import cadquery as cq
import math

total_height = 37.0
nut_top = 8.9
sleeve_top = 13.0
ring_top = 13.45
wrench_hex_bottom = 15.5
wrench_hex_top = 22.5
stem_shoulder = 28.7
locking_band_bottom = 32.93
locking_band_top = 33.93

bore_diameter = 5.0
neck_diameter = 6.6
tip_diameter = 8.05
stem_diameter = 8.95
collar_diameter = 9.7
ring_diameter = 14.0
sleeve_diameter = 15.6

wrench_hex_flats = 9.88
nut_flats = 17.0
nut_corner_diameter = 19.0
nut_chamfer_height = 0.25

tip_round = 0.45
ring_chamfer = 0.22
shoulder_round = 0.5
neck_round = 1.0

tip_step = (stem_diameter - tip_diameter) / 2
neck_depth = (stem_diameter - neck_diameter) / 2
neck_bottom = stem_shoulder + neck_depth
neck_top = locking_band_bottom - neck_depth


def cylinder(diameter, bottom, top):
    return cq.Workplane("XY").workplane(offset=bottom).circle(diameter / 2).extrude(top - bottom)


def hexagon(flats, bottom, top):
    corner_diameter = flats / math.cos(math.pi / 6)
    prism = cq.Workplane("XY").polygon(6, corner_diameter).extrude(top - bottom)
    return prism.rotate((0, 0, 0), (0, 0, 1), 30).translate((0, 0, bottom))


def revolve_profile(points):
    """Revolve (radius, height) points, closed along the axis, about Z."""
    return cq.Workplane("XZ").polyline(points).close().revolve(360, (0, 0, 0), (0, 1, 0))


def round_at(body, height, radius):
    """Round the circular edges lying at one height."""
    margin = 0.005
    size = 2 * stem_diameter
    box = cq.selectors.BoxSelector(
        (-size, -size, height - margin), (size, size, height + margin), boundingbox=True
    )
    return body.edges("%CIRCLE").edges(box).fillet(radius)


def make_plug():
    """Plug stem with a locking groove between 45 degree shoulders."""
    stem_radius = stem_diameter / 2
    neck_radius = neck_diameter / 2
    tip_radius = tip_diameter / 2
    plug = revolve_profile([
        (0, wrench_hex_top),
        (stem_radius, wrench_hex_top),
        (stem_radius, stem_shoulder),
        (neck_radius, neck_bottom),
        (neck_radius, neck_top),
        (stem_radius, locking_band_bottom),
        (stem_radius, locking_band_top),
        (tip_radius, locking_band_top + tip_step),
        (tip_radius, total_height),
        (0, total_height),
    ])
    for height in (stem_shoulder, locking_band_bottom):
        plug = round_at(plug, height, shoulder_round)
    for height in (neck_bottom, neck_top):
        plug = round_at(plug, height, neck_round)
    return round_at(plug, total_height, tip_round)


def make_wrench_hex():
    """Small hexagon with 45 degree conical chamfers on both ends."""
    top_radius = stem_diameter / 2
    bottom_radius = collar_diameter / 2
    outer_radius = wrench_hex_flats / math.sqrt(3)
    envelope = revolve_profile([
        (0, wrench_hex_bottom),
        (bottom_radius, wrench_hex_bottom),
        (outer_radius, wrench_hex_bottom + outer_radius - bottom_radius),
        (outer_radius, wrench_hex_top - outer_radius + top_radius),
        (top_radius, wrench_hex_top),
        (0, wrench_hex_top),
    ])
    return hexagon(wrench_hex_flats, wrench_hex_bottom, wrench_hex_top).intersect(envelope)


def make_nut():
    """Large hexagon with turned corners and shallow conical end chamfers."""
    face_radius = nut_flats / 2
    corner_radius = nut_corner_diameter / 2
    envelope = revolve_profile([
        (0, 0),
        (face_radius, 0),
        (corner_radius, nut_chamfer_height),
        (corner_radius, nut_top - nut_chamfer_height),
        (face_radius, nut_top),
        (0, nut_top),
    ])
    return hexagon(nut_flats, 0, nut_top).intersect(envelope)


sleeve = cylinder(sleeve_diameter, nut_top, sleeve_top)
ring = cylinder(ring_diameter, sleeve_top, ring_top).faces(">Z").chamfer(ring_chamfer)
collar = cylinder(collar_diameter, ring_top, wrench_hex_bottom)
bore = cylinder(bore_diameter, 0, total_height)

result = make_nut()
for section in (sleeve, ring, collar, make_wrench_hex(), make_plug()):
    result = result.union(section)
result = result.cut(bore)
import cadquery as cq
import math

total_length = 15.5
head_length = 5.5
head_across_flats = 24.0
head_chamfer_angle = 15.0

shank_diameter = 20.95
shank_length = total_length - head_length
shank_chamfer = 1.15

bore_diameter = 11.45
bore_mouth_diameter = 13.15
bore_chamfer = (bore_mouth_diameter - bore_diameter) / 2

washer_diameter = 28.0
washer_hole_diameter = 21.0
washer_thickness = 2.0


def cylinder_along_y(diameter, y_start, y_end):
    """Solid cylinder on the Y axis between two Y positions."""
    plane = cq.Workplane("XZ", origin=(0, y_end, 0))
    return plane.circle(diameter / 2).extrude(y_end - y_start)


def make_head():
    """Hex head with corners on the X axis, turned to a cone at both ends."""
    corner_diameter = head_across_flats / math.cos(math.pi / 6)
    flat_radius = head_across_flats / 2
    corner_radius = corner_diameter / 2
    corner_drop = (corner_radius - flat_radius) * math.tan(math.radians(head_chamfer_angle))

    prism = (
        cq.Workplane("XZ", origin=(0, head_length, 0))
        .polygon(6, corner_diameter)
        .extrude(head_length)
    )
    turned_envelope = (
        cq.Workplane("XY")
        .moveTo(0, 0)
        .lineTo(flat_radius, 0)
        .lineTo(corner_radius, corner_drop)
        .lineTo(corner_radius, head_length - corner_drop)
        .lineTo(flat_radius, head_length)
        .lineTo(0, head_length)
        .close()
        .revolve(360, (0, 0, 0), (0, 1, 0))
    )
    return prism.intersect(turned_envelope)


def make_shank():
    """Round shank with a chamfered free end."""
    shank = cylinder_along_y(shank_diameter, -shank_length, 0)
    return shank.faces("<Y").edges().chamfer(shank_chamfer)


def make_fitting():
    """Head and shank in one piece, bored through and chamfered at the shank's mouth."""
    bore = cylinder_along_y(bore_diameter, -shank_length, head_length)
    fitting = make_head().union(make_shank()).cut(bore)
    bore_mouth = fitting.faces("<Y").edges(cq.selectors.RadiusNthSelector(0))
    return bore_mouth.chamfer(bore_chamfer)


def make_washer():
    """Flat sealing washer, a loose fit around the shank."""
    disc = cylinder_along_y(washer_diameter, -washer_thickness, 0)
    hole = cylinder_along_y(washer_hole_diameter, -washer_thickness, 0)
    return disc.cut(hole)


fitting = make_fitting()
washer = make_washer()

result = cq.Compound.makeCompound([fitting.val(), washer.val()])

────────────────────

None of the records may be left out; each is to be restated exactly.

# TASK RESPONSE
import cadquery as cq
import math

total_height = 37.0
nut_top = 8.9
sleeve_top = 13.0
ring_top = 13.45
wrench_hex_bottom = 15.5
wrench_hex_top = 22.5
stem_shoulder = 28.7
locking_band_bottom = 32.93
locking_band_top = 33.93

bore_diameter = 5.0
neck_diameter = 6.6
tip_diameter = 8.05
stem_diameter = 8.95
collar_diameter = 9.7
ring_diameter = 14.0
sleeve_diameter = 15.6

wrench_hex_flats = 9.88
nut_flats = 17.0
nut_corner_diameter = 19.0
nut_chamfer_height = 0.25

tip_round = 0.45
ring_chamfer = 0.22
shoulder_round = 0.5
neck_round = 1.0

tip_step = (stem_diameter - tip_diameter) / 2
neck_depth = (stem_diameter - neck_diameter) / 2
neck_bottom = stem_shoulder + neck_depth
neck_top = locking_band_bottom - neck_depth


def cylinder(diameter, bottom, top):
    return cq.Workplane("XY").workplane(offset=bottom).circle(diameter / 2).extrude(top - bottom)


def hexagon(flats, bottom, top):
    corner_diameter = flats / math.cos(math.pi / 6)
    prism = cq.Workplane("XY").polygon(6, corner_diameter).extrude(top - bottom)
    return prism.rotate((0, 0, 0), (0, 0, 1), 30).translate((0, 0, bottom))


def revolve_profile(points):
    """Revolve (radius, height) points, closed along the axis, about Z."""
    return cq.Workplane("XZ").polyline(points).close().revolve(360, (0, 0, 0), (0, 1, 0))


def round_at(body, height, radius):
    """Round the circular edges lying at one height."""
    margin = 0.005
    size = 2 * stem_diameter
    box = cq.selectors.BoxSelector(
        (-size, -size, height - margin), (size, size, height + margin), boundingbox=True
    )
    return body.edges("%CIRCLE").edges(box).fillet(radius)


def make_plug():
    """Plug stem with a locking groove between 45 degree shoulders."""
    stem_radius = stem_diameter / 2
    neck_radius = neck_diameter / 2
    tip_radius = tip_diameter / 2
    plug = revolve_profile([
        (0, wrench_hex_top),
        (stem_radius, wrench_hex_top),
        (stem_radius, stem_shoulder),
        (neck_radius, neck_bottom),
        (neck_radius, neck_top),
        (stem_radius, locking_band_bottom),
        (stem_radius, locking_band_top),
        (tip_radius, locking_band_top + tip_step),
        (tip_radius, total_height),
        (0, total_height),
    ])
    for height in (stem_shoulder, locking_band_bottom):
        plug = round_at(plug, height, shoulder_round)
    for height in (neck_bottom, neck_top):
        plug = round_at(plug, height, neck_round)
    return round_at(plug, total_height, tip_round)


def make_wrench_hex():
    """Small hexagon with 45 degree conical chamfers on both ends."""
    top_radius = stem_diameter / 2
    bottom_radius = collar_diameter / 2
    outer_radius = wrench_hex_flats / math.sqrt(3)
    envelope = revolve_profile([
        (0, wrench_hex_bottom),
        (bottom_radius, wrench_hex_bottom),
        (outer_radius, wrench_hex_bottom + outer_radius - bottom_radius),
        (outer_radius, wrench_hex_top - outer_radius + top_radius),
        (top_radius, wrench_hex_top),
        (0, wrench_hex_top),
    ])
    return hexagon(wrench_hex_flats, wrench_hex_bottom, wrench_hex_top).intersect(envelope)


def make_nut():
    """Large hexagon with turned corners and shallow conical end chamfers."""
    face_radius = nut_flats / 2
    corner_radius = nut_corner_diameter / 2
    envelope = revolve_profile([
        (0, 0),
        (face_radius, 0),
        (corner_radius, nut_chamfer_height),
        (corner_radius, nut_top - nut_chamfer_height),
        (face_radius, nut_top),
        (0, nut_top),
    ])
    return hexagon(nut_flats, 0, nut_top).intersect(envelope)


sleeve = cylinder(sleeve_diameter, nut_top, sleeve_top)
ring = cylinder(ring_diameter, sleeve_top, ring_top).faces(">Z").chamfer(ring_chamfer)
collar = cylinder(collar_diameter, ring_top, wrench_hex_bottom)
bore = cylinder(bore_diameter, 0, total_height)

result = make_nut()
for section in (sleeve, ring, collar, make_wrench_hex(), make_plug()):
    result = result.union(section)
result = result.cut(bore)
import cadquery as cq
import math

total_length = 15.5
head_length = 5.5
head_across_flats = 24.0
head_chamfer_angle = 15.0

shank_diameter = 20.95
shank_length = total_length - head_length
shank_chamfer = 1.15

bore_diameter = 11.45
bore_mouth_diameter = 13.15
bore_chamfer = (bore_mouth_diameter - bore_diameter) / 2

washer_diameter = 28.0
washer_hole_diameter = 21.0
washer_thickness = 2.0


def cylinder_along_y(diameter, y_start, y_end):
    """Solid cylinder on the Y axis between two Y positions."""
    plane = cq.Workplane("XZ", origin=(0, y_end, 0))
    return plane.circle(diameter / 2).extrude(y_end - y_start)


def make_head():
    """Hex head with corners on the X axis, turned to a cone at both ends."""
    corner_diameter = head_across_flats / math.cos(math.pi / 6)
    flat_radius = head_across_flats / 2
    corner_radius = corner_diameter / 2
    corner_drop = (corner_radius - flat_radius) * math.tan(math.radians(head_chamfer_angle))

    prism = (
        cq.Workplane("XZ", origin=(0, head_length, 0))
        .polygon(6, corner_diameter)
        .extrude(head_length)
    )
    turned_envelope = (
        cq.Workplane("XY")
        .moveTo(0, 0)
        .lineTo(flat_radius, 0)
        .lineTo(corner_radius, corner_drop)
        .lineTo(corner_radius, head_length - corner_drop)
        .lineTo(flat_radius, head_length)
        .lineTo(0, head_length)
        .close()
        .revolve(360, (0, 0, 0), (0, 1, 0))
    )
    return prism.intersect(turned_envelope)


def make_shank():
    """Round shank with a chamfered free end."""
    shank = cylinder_along_y(shank_diameter, -shank_length, 0)
    return shank.faces("<Y").edges().chamfer(shank_chamfer)


def make_fitting():
    """Head and shank in one piece, bored through and chamfered at the shank's mouth."""
    bore = cylinder_along_y(bore_diameter, -shank_length, head_length)
    fitting = make_head().union(make_shank()).cut(bore)
    bore_mouth = fitting.faces("<Y").edges(cq.selectors.RadiusNthSelector(0))
    return bore_mouth.chamfer(bore_chamfer)


def make_washer():
    """Flat sealing washer, a loose fit around the shank."""
    disc = cylinder_along_y(washer_diameter, -washer_thickness, 0)
    hole = cylinder_along_y(washer_hole_diameter, -washer_thickness, 0)
    return disc.cut(hole)


fitting = make_fitting()
washer = make_washer()

result = cq.Compound.makeCompound([fitting.val(), washer.val()])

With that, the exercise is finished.